An increased risk of RCC has been associated with overweight and obesity in most epidemiologic studies. These conditions are estimated to play a role in over 40% of RCC occurring in the United States (22). In prospective studies conducted worldwide, individuals who were obese or overweight at baseline were found to have an elevated risk of RCC during the follow-up period (23,24,25,26,27,28,29,30,31,32,33). Furthermore, the risk increased in a dose-response manner with increasing body weight. In a meta-analysis of data from prospective studies, it was estimated that RCC risk increased 24% for men and 34% for women for every 5 kg/m2 increase in body mass index (BMI) (34). The marked increases in the prevalence of obesity in the United States during the past few decades likely have contributed to the continuing rise in RCC incidence. The recent data showing
highest rates of obesity among blacks may also explain, in part, the racial disparity of RCC occurrence in this country (35).

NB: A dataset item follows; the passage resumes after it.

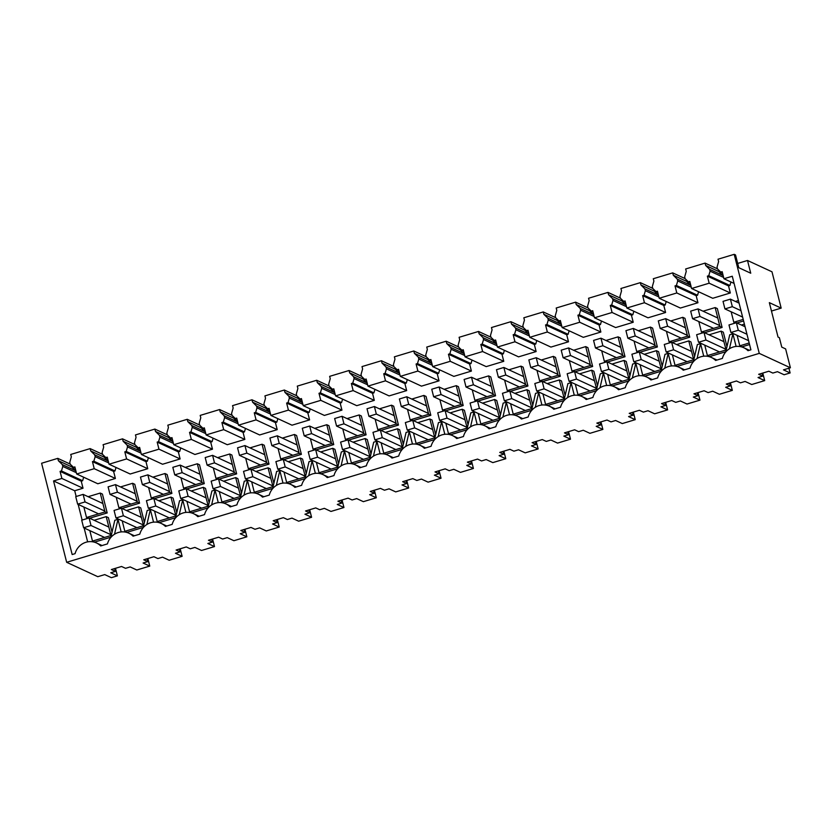 <?xml version="1.0" encoding="UTF-8"?>
<svg xmlns="http://www.w3.org/2000/svg" width="832" height="832" viewBox="0 0 832 832"><rect width="100%" height="100%" fill="white"/><g stroke="black" fill="none" stroke-linecap="round" stroke-linejoin="round"><path stroke-width="1.25" d="M115.367 571.386L110.739 572.78L117.395 575.858L111.384 577.668L104.738 574.6L97.802 576.69L66.664 562.297L759.262 353.382L790.4 367.775L783.463 369.866L790.119 372.944L784.108 374.754L777.452 371.675L772.834 373.069L768.841 371.228L758.67 374.296L762.663 376.137L758.035 377.541L764.691 380.609L751.743 384.519L745.087 381.441L740.47 382.834L736.476 380.994L726.305 384.062L730.298 385.902L725.67 387.296L732.326 390.374L719.378 394.274L712.722 391.206L708.105 392.6L704.111 390.749L693.94 393.817L697.934 395.668L693.306 397.062L699.962 400.14L687.014 404.04L680.358 400.962L675.74 402.366L671.746 400.514L661.575 403.582L665.569 405.434L660.941 406.827L667.597 409.895L654.649 413.806L647.993 410.727L643.375 412.121L639.382 410.28L629.21 413.348L633.204 415.189L628.576 416.582L635.232 419.661L622.284 423.571L615.628 420.493L611.01 421.886L607.017 420.035L596.846 423.103L600.839 424.954L596.211 426.348L602.867 429.426L589.919 433.326L583.263 430.248L578.646 431.652L574.652 429.801L564.481 432.869L568.474 434.72L563.846 436.114L570.502 439.182L557.554 443.092L550.898 440.014L546.281 441.407L542.287 439.566L532.116 442.634L536.11 444.475L531.482 445.869L538.138 448.947L525.19 452.858L518.534 449.779L513.916 451.173L509.922 449.332L499.751 452.4L503.745 454.241L499.117 455.634L505.773 458.713L492.825 462.613L486.169 459.545L481.551 460.938L477.558 459.087L467.386 462.155L471.38 464.006L466.752 465.4L473.408 468.478L460.46 472.378L453.804 469.3L449.186 470.694L445.193 468.853L435.022 471.921L439.015 473.762L434.387 475.155L441.043 478.234L428.095 482.144L421.439 479.066L416.822 480.459L412.828 478.618L402.657 481.686L406.65 483.527L402.022 484.921L408.678 487.999L395.73 491.899L389.074 488.831L384.457 490.225L380.463 488.374L370.292 491.442L374.286 493.293L369.658 494.686L376.314 497.765L363.366 501.665L356.71 498.586L352.092 499.98L348.098 498.139L337.927 501.207L341.921 503.048L337.293 504.452L343.949 507.52L331.001 511.43L324.355 508.352L319.727 509.746L315.734 507.905L305.562 510.973L309.556 512.814L304.928 514.207L311.584 517.286L298.636 521.186L291.99 518.118L287.362 519.511L283.369 517.66L273.198 520.728L277.191 522.579L272.563 523.973L279.219 527.051L266.271 530.951L259.626 527.873L254.998 529.277L251.004 527.426L240.833 530.494L244.826 532.345L240.198 533.738L246.854 536.806L233.906 540.717L227.261 537.638L222.633 539.032L218.639 537.191L208.468 540.259L212.462 542.1L207.834 543.494L214.49 546.572L201.542 550.482L194.896 547.404L190.268 548.798L186.274 546.946L176.103 550.025L180.097 551.866L175.469 553.259L182.125 556.338L169.177 560.238L162.531 557.17L157.903 558.563L153.91 556.712L143.738 559.78L147.732 561.631L143.104 563.025L149.76 566.093L136.812 570.003L130.166 566.925L125.538 568.318L121.545 566.478L111.374 569.546L115.367 571.386L114.65 568.558M117.395 575.858L115.482 568.308M771.462 311.043L781.175 308.121L771.992 271.794L747.51 260.478L737.682 263.442M149.76 566.093L147.846 558.542M66.664 562.297L41.6 463.247L57.782 458.359L70.179 464.09M83.866 507.031L86.518 517.494L105.009 511.919L100.235 493.054L88.14 496.694M89.835 530.618L92.477 541.081L110.978 535.506L106.205 516.63L94.11 520.281M57.782 458.359L58.375 460.72L62.348 464.599L75.65 470.756L76.118 472.586L62.806 466.43L61.464 470.954L82.618 480.74L81.234 481.156L83.023 488.228L61.87 478.452L60.081 471.38L81.234 481.156M62.348 464.599L62.806 466.43M58.375 460.72L71.687 466.866L75.65 470.756M71.261 465.202L71.687 466.866M76.669 473.99L94.234 468.686L115.388 478.473L97.822 483.766L76.669 473.99L74.88 466.908L73.486 467.334L70.21 464.204L69.742 462.374L71.323 456.82L70.73 454.459L90.147 448.604L102.544 454.334M83.668 477.225L82.618 480.74M61.464 470.954L60.081 471.38M83.023 488.228L74.703 490.745L53.55 480.958L61.87 478.452M74.703 490.745L76.159 496.486M78.156 504.4L82.129 520.073M84.126 527.977L87.641 541.85M134.399 535.766L128.814 533.187A15.86 15.153 114.8 0 0 107.442 543.899L100.703 545.938A15.86 15.153 -65.2 0 0 96.45 542.953A15.86 15.153 -65.2 0 0 75.078 553.665L72.166 554.538L53.55 480.958M73.486 467.334L75.182 468.114M114.514 534.238L117.988 519.314L114.806 520.281L110.802 537.472M110.864 537.202L94.661 542.09L92.477 541.081M112.05 532.126L108.378 517.639L106.205 516.63M88.15 518.253L86.518 517.494M89.648 518.222L107.193 512.928L105.009 511.919M107.193 512.928L102.419 494.062L100.235 493.054M759.262 353.382L734.198 254.332L718.016 259.21L718.619 261.57L717.038 267.124L717.496 268.954L720.782 272.085L722.166 271.669L723.954 278.741L734.105 283.431M128.814 533.187A15.86 15.153 114.8 0 1 133.068 536.172L139.807 534.144A15.86 15.153 114.8 0 1 161.179 523.422A15.86 15.153 114.8 0 1 165.433 526.417L172.172 524.378A15.86 15.153 114.8 0 1 193.544 513.666A15.86 15.153 114.8 0 1 197.798 516.651L204.537 514.613A15.86 15.153 114.8 0 1 225.909 503.901A15.86 15.153 114.8 0 1 230.162 506.886L236.902 504.858A15.86 15.153 114.8 0 1 258.274 494.135A15.86 15.153 114.8 0 1 262.527 497.12L269.266 495.092A15.86 15.153 114.8 0 1 290.638 484.38A15.86 15.153 114.8 0 1 294.892 487.365L301.631 485.326A15.86 15.153 114.8 0 1 323.003 474.614A15.86 15.153 114.8 0 1 327.257 477.599L333.986 475.571A15.86 15.153 114.8 0 1 355.368 464.849A15.86 15.153 114.8 0 1 359.622 467.834L366.35 465.806A15.86 15.153 114.8 0 1 387.733 455.094A15.86 15.153 114.8 0 1 391.986 458.078L398.715 456.04A15.86 15.153 114.8 0 1 420.098 445.328A15.86 15.153 114.8 0 1 424.351 448.313L431.08 446.285A15.86 15.153 114.8 0 1 452.462 435.562A15.86 15.153 114.8 0 1 456.706 438.547L463.445 436.519A15.86 15.153 114.8 0 1 484.827 425.797A15.86 15.153 114.8 0 1 489.07 428.792L495.81 426.754A15.86 15.153 114.8 0 1 517.192 416.042A15.86 15.153 114.8 0 1 521.435 419.026L528.174 416.988A15.86 15.153 114.8 0 1 549.557 406.276A15.86 15.153 114.8 0 1 553.8 409.261L560.539 407.233A15.86 15.153 114.8 0 1 581.922 396.51A15.86 15.153 114.8 0 1 586.165 399.506L592.904 397.467A15.86 15.153 114.8 0 1 614.286 386.755A15.86 15.153 114.8 0 1 618.53 389.74L625.269 387.702A15.86 15.153 114.8 0 1 646.651 376.99A15.86 15.153 114.8 0 1 650.894 379.974L657.634 377.946A15.86 15.153 114.8 0 1 679.016 367.224A15.86 15.153 114.8 0 1 683.259 370.209L689.998 368.181A15.86 15.153 114.8 0 1 711.381 357.469A15.86 15.153 114.8 0 1 715.624 360.454L722.363 358.415A15.86 15.153 114.8 0 1 743.746 347.703A15.86 15.153 114.8 0 1 747.989 350.688L750.901 349.814L732.274 276.234L723.954 278.741M691.59 288.506L712.743 298.282L730.319 292.978L728.53 285.906L707.377 276.13L709.166 283.202L691.59 288.506L689.801 281.424L688.418 281.85L685.131 278.71L684.674 276.879L686.254 271.326L685.651 268.975L705.078 263.11L717.475 268.84M747.51 260.478L750.734 273.218L738.754 267.675L735.53 254.946L734.198 254.332M148.398 457.704L147.347 461.209L145.964 461.635L147.753 468.707L130.187 474.011L109.034 464.225L107.245 457.153L105.851 457.569L102.575 454.438L102.107 452.608L103.688 447.054L103.095 444.694L122.512 438.838L134.909 444.569M180.762 447.938L179.712 451.454L178.329 451.87L180.118 458.942L162.552 464.246L141.398 454.459L139.61 447.387L138.216 447.803L134.94 444.673L134.472 442.842L136.053 437.289L135.46 434.928L154.877 429.073L167.274 434.803M213.127 438.173L212.077 441.688L210.694 442.104L212.482 449.186L194.917 454.48L173.763 444.704L171.964 437.622L170.581 438.048L167.305 434.918L166.837 433.077L168.418 427.523L167.825 425.173L187.242 419.307L199.638 425.048M245.492 428.407L244.442 431.922L243.058 432.349L244.847 439.421L227.282 444.714L206.128 434.938L204.329 427.866L202.946 428.282L199.67 425.152L199.202 423.322L200.782 417.768L200.19 415.407L219.606 409.552L232.003 415.282M277.857 418.652L276.806 422.167L275.423 422.583L277.212 429.655L259.646 434.959L238.493 425.173L236.694 418.101L235.31 418.517L232.034 415.386L231.566 413.556L233.147 408.002L232.554 405.642L251.971 399.786L264.368 405.517M310.222 408.886L309.171 412.402L307.788 412.818L309.577 419.89L292.011 425.194L270.858 415.418L269.058 408.335L267.675 408.762L264.399 405.621L263.931 403.79L265.512 398.237L264.919 395.886L284.336 390.021L296.733 395.762M342.586 399.121L341.536 402.636L340.153 403.052L341.942 410.134L324.376 415.428L303.222 405.652L301.423 398.58L300.04 398.996L296.764 395.866L296.296 394.035L297.877 388.482L297.284 386.121L316.701 380.266L329.098 385.996M374.951 389.366L373.901 392.881L372.518 393.297L374.306 400.369L356.741 405.673L335.587 395.886L333.788 388.814L332.405 389.23L329.129 386.1L328.661 384.27L330.242 378.716L329.649 376.355L349.066 370.5L361.462 376.23M407.306 379.6L406.266 383.115L404.882 383.531L406.671 390.603L389.106 395.907L367.952 386.131L366.153 379.049L364.77 379.465L361.494 376.334L361.026 374.504L362.606 368.95L362.014 366.59L381.43 360.734L393.827 366.465M439.67 369.834L438.63 373.35L437.247 373.766L439.036 380.848L421.47 386.142L400.306 376.366L398.518 369.294L397.134 369.71L393.858 366.579L393.39 364.749L394.971 359.195L394.378 356.834L413.795 350.979L426.192 356.71M472.035 360.079L470.995 363.584L469.612 364.01L471.401 371.082L453.835 376.386L432.671 366.6L430.882 359.528L429.499 359.944L426.223 356.814L425.755 354.983L427.336 349.43L426.743 347.069L446.16 341.214L458.557 346.944M504.4 350.314L503.36 353.829L501.977 354.245L503.766 361.317L486.2 366.621L465.036 356.834L463.247 349.762L461.864 350.178L458.578 347.048L458.12 345.218L459.701 339.664L459.108 337.303L478.525 331.448L490.922 337.178M536.765 340.548L535.725 344.063L534.342 344.479L536.13 351.562L518.565 356.855L497.401 347.079L495.612 339.997L494.229 340.423L490.942 337.293L490.485 335.452L492.066 329.898L491.462 327.548L510.89 321.682L523.286 327.423M569.13 330.793L568.09 334.298L566.706 334.724L568.495 341.796L550.93 347.09L529.766 337.314L527.977 330.242L526.594 330.658L523.307 327.527L522.85 325.697L524.43 320.143L523.827 317.782L543.254 311.927L555.651 317.658M601.494 321.027L600.454 324.542L599.071 324.958L600.86 332.03L583.294 337.334L562.13 327.548L560.342 320.476L558.958 320.892L555.672 317.762L555.214 315.931L556.795 310.378L556.192 308.017L575.619 302.162L588.016 307.892M633.859 311.262L632.819 314.777L631.436 315.193L633.225 322.275L615.649 327.569L594.495 317.793L592.706 310.71L591.323 311.137L588.037 308.006L587.579 306.166L589.16 300.612L588.557 298.262L607.984 292.396L620.381 298.137M666.224 301.496L665.184 305.011L663.801 305.438L665.59 312.51L648.014 317.803L626.86 308.027L625.071 300.955L623.688 301.371L620.402 298.241L619.944 296.41L621.525 290.857L620.922 288.496L640.349 282.641L652.746 288.371M698.589 291.741L697.549 295.256L696.166 295.672L697.954 302.744L680.378 308.048L659.225 298.262L657.436 291.19L656.053 291.606L652.766 288.475L652.309 286.645L653.89 281.091L653.286 278.73L672.714 272.875L685.11 278.606M90.147 448.604L90.74 450.954L94.713 454.834L95.17 456.664L93.829 461.198L92.446 461.614L94.234 468.686M725.733 351.978L729.726 334.786L732.909 333.83L736.102 346.434M728.53 285.906L729.914 285.49L730.954 281.975M116.033 467.459L114.982 470.974L113.599 471.39L115.388 478.473M117.988 519.314L121.17 531.929M143.166 527.706L147.17 510.515L150.342 509.558L153.535 522.163M175.531 517.941L179.535 500.75L182.707 499.793L185.9 512.398M207.896 508.186L211.9 490.984L215.072 490.027L218.265 502.642M240.261 498.42L244.265 481.229L247.437 480.272L250.63 492.877M272.626 488.654L276.63 471.463L279.802 470.506L282.994 483.111M304.99 478.889L308.994 461.698L312.166 460.741L315.359 473.346M337.355 469.134L341.349 451.942L344.531 450.975L347.724 463.59M369.72 459.368L373.714 442.177L376.896 441.22L380.089 453.825M402.085 449.602L406.078 432.411L409.261 431.454L412.454 444.059M434.45 439.847L438.443 422.656L441.626 421.689L444.818 434.304M466.814 430.082L470.808 412.89L473.99 411.934L477.183 424.538M499.179 420.316L503.173 403.125L506.355 402.168L509.548 414.773M531.544 410.561L535.538 393.37L538.72 392.402L541.913 405.018M563.909 400.795L567.902 383.604L571.085 382.647L574.278 395.252M596.274 391.03L600.267 373.838L603.45 372.882L606.642 385.486M628.638 381.274L632.632 364.073L635.814 363.116L639.007 375.721M661.003 371.509L664.997 354.318L668.179 353.361L671.372 365.966M693.368 361.743L697.362 344.552L700.544 343.595L703.737 356.2M542.755 381.545L560.29 376.251L555.516 357.386L553.342 356.377L541.247 360.027M565.157 395.45L561.486 380.973L559.302 379.964L547.217 383.604M542.942 393.942L545.584 404.404L547.768 405.413L563.971 400.525M607.485 362.024L625.019 356.73L620.246 337.865L618.062 336.856L605.977 340.496M575.307 384.186L577.949 394.649L580.133 395.658L596.336 390.77M597.511 385.694L593.85 371.207L591.666 370.198L579.582 373.849M380.931 430.352L398.466 425.069L393.692 406.193L391.518 405.184L379.423 408.834M478.026 401.066L495.56 395.782L490.786 376.906L488.613 375.898L476.518 379.548M435.698 434.502L432.026 420.014L429.842 419.006L417.758 422.656M413.483 432.994L416.125 443.456L418.309 444.465L434.512 439.577M413.296 420.597L430.83 415.303L426.057 396.438L423.883 395.429L411.788 399.069M403.333 444.267L399.662 429.78L397.478 428.771L385.393 432.422M381.118 442.759L383.76 453.222L385.944 454.23L402.147 449.342M672.214 342.493L689.749 337.199L684.975 318.334L682.791 317.325L670.706 320.975M662.241 366.163L658.58 351.686L656.396 350.678L644.311 354.318M640.037 364.655L642.678 375.118L644.862 376.126L661.066 371.238M639.85 352.258L657.384 346.965L652.61 328.099L650.426 327.09L638.342 330.741M478.213 413.473L480.854 423.935L483.038 424.944L499.242 420.056M500.427 414.981L496.756 400.494L494.572 399.485L482.487 403.135M445.848 423.238L448.49 433.69L450.674 434.699L466.877 429.811M468.062 424.736L464.391 410.259L462.207 409.25L450.122 412.89M445.661 410.831L463.195 405.538L458.422 386.672L456.248 385.663L444.153 389.314M726.97 346.642L723.31 332.155L721.126 331.146L709.041 334.797M704.756 345.134L707.408 355.597L709.592 356.606L725.795 351.718M186.93 501.332L189.571 511.794L191.755 512.803L207.958 507.915M209.144 502.84L205.473 488.353L203.299 487.344L191.204 490.994M219.107 479.17L236.652 473.876L231.878 455.01L229.694 454.002L217.599 457.652M176.779 512.606L173.108 498.118L170.934 497.11L158.839 500.76M154.565 511.098L157.206 521.56L159.39 522.569L175.594 517.681M510.578 403.707L513.219 414.17L515.403 415.178L531.606 410.29M532.792 405.215L529.121 390.728L526.937 389.719L514.852 393.37M510.39 391.31L527.925 386.017L523.151 367.151L520.978 366.142L508.882 369.782M629.876 375.929L626.215 361.442L624.031 360.433L611.946 364.083M607.672 374.421L610.314 384.883L612.498 385.892L628.701 381.004M316.202 449.883L333.746 444.59L328.962 425.724L326.789 424.715L314.694 428.366M316.389 462.28L319.03 472.742L321.214 473.751L337.418 468.863M338.603 463.788L334.932 449.311L332.748 448.302L320.663 451.942M704.579 332.727L722.114 327.444L717.34 308.578L715.156 307.57L703.071 311.21M694.606 356.398L690.945 341.921L688.761 340.912L676.676 344.562M672.402 354.9L675.043 365.352L677.227 366.361L693.43 361.473M575.12 371.779L592.654 366.486L587.881 347.62L585.697 346.611L573.612 350.262M306.238 473.554L302.567 459.066L300.383 458.058L288.298 461.708M284.024 472.046L286.666 482.508L288.85 483.517L305.053 478.629M283.837 459.638L301.382 454.355L296.598 435.49L294.424 434.481L282.329 438.121M273.874 483.319L270.202 468.832L268.029 467.823L255.934 471.474M251.659 481.811L254.301 492.263L256.485 493.272L272.688 488.384M251.472 469.404L269.017 464.11L264.243 445.245L262.059 444.236L249.964 447.886M370.968 454.022L367.297 439.546L365.113 438.537L353.028 442.187M348.754 452.525L351.395 462.977L353.579 463.986L369.782 459.098M186.742 488.935L204.287 483.642L199.514 464.776L197.33 463.767L185.234 467.407M241.509 493.074L237.838 478.598L235.664 477.589L223.569 481.229M219.294 491.566L221.936 502.029L224.12 503.038L240.323 498.15M122.013 508.456L139.558 503.162L134.784 484.297L132.6 483.288L120.505 486.938M144.414 522.361L140.743 507.884L138.57 506.875L126.474 510.515M122.2 520.853L124.842 531.315L127.026 532.324L143.229 527.436M154.378 498.69L171.922 493.397L167.149 474.531L164.965 473.522L152.87 477.173M348.566 440.118L366.101 434.824L361.327 415.958L359.154 414.95L347.058 418.6M743.6 320.965L736.934 322.972M749.57 344.542L741.957 346.84L739.773 345.831L737.121 335.369M762.663 376.137L761.946 373.308M790.119 372.944L788.923 368.222M790.4 367.775L785.626 348.91L781.768 347.121L779.376 337.688L778.045 337.074L769.34 302.64L781.175 308.121M764.691 380.609L762.778 373.058M743.205 319.415L733.803 322.244L731.162 311.792M735.436 301.444L738.431 300.55M749.174 342.992L739.773 345.831M741.406 325.031L744.401 324.126M705.078 263.11L705.671 265.47L718.973 271.627L722.946 275.506L723.507 276.983M718.973 271.627L718.557 269.963M705.671 265.47L709.634 269.35L722.946 275.506M709.634 269.35L710.102 271.18L723.403 277.337M720.782 272.085L722.467 272.865M709.166 283.202L730.319 292.978M707.377 276.13L708.76 275.704L729.914 285.49M708.76 275.704L710.102 271.18M732.909 333.83L729.446 348.754M735.436 323.003L733.803 322.244M90.74 450.954L104.052 457.111L108.014 460.99L108.482 462.821L95.17 456.664M94.713 454.834L108.014 460.99M103.626 455.447L104.052 457.111M105.851 457.569L107.546 458.349M109.034 464.225L126.599 458.931L147.753 468.707M122.512 438.838L123.105 441.199L127.078 445.078L127.535 446.909L126.194 451.433L124.81 451.849L126.599 458.931M150.342 509.558L146.879 524.482M93.829 461.198L114.982 470.974M92.446 461.614L113.599 471.39M143.603 525.855L138.57 506.875M124.842 531.315L143.343 525.741M139.558 503.162L137.374 502.154L132.6 483.288M120.515 508.487L118.882 507.738L137.374 502.154M116.23 497.276L118.882 507.738M147.732 561.631L147.014 558.792M182.125 556.338L180.211 548.777M123.105 441.199L136.417 447.346L140.379 451.225L140.847 453.055L127.535 446.909M127.078 445.078L140.379 451.225M135.99 445.682L136.417 447.346M138.216 447.803L139.911 448.583M141.398 454.459L158.964 449.166L180.118 458.942M154.877 429.073L155.47 431.434L159.442 435.313L159.9 437.143L158.558 441.667L157.175 442.094L158.964 449.166M182.707 499.793L179.244 514.717M126.194 451.433L147.347 461.209M124.81 451.849L145.964 461.635M175.968 516.1L170.934 497.11M157.206 521.56L175.708 515.975M171.922 493.397L169.738 492.388L164.965 473.522M152.88 498.732L151.247 497.973L169.738 492.388M148.595 487.51L151.247 497.973M180.097 551.866L179.379 549.037M214.49 546.572L212.576 539.022M155.47 431.434L168.782 437.58L172.744 441.459L173.212 443.3L159.9 437.143M159.442 435.313L172.744 441.459M168.355 435.916L168.782 437.58M170.581 438.048L172.276 438.828M173.763 444.704L191.329 439.4L212.482 449.186M187.242 419.307L187.834 421.668L191.807 425.547L192.265 427.378L190.923 431.912L189.54 432.328L191.329 439.4M215.072 490.027L211.609 504.951M158.558 441.667L179.712 451.454M157.175 442.094L178.329 451.87M208.333 506.334L203.299 487.344M189.571 511.794L208.073 506.21M204.287 483.642L202.103 482.633L197.33 463.767M185.245 488.966L183.612 488.207L202.103 482.633M180.96 477.745L183.612 488.207M212.462 542.1L211.744 539.271M246.854 536.806L244.941 529.256M187.834 421.668L201.146 427.825L205.109 431.704L205.577 433.534L192.265 427.378M191.807 425.547L205.109 431.704M200.72 426.161L201.146 427.825M202.946 428.282L204.641 429.062M206.128 434.938L223.694 429.634L244.847 439.421M219.606 409.552L220.199 411.913L224.172 415.792L224.63 417.622L223.288 422.146L221.905 422.562L223.694 429.634M247.437 480.272L243.974 495.196M190.923 431.912L212.077 441.688M189.54 432.328L210.694 442.104M240.698 496.569L235.664 477.589M221.936 502.029L240.438 496.454M236.652 473.876L234.468 472.867L229.694 454.002M217.61 479.201L215.977 478.442L234.468 472.867M213.325 467.99L215.977 478.442M244.826 532.345L244.109 529.506M279.219 527.051L277.306 519.49M220.199 411.913L233.511 418.059L237.474 421.938L237.942 423.769L224.63 417.622M224.172 415.792L237.474 421.938M233.085 416.395L233.511 418.059M235.31 418.517L237.006 419.297M238.493 425.173L256.058 419.879L277.212 429.655M251.971 399.786L252.564 402.147L256.537 406.026L256.994 407.857L255.653 412.381L254.27 412.797L256.058 419.879M279.802 470.506L276.338 485.43M223.288 422.146L244.442 431.922M221.905 422.562L243.058 432.349M273.062 486.814L268.029 467.823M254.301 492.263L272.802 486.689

An enlarged waist-to-hip ratio has also been linked to RCC risk, but an independent effect from that of BMI per se is not yet supported (11,24,29,30,33). In addition, weight fluctuations and weight gain during adulthood have been shown to increase risk after adjusting for BMI, but the evidence is still limited (23,30,33). The pathophysiology underlying the association between excess body weight and RCC risk is not fully understood but is hypothesized to include insulin resistance and compensatory hyperinsulinemia, altered production of adipokines, obesity-induced inflammatory response, lipid peroxidation and oxidative stress, and chronic tissue hypoxia (19,22,36,37).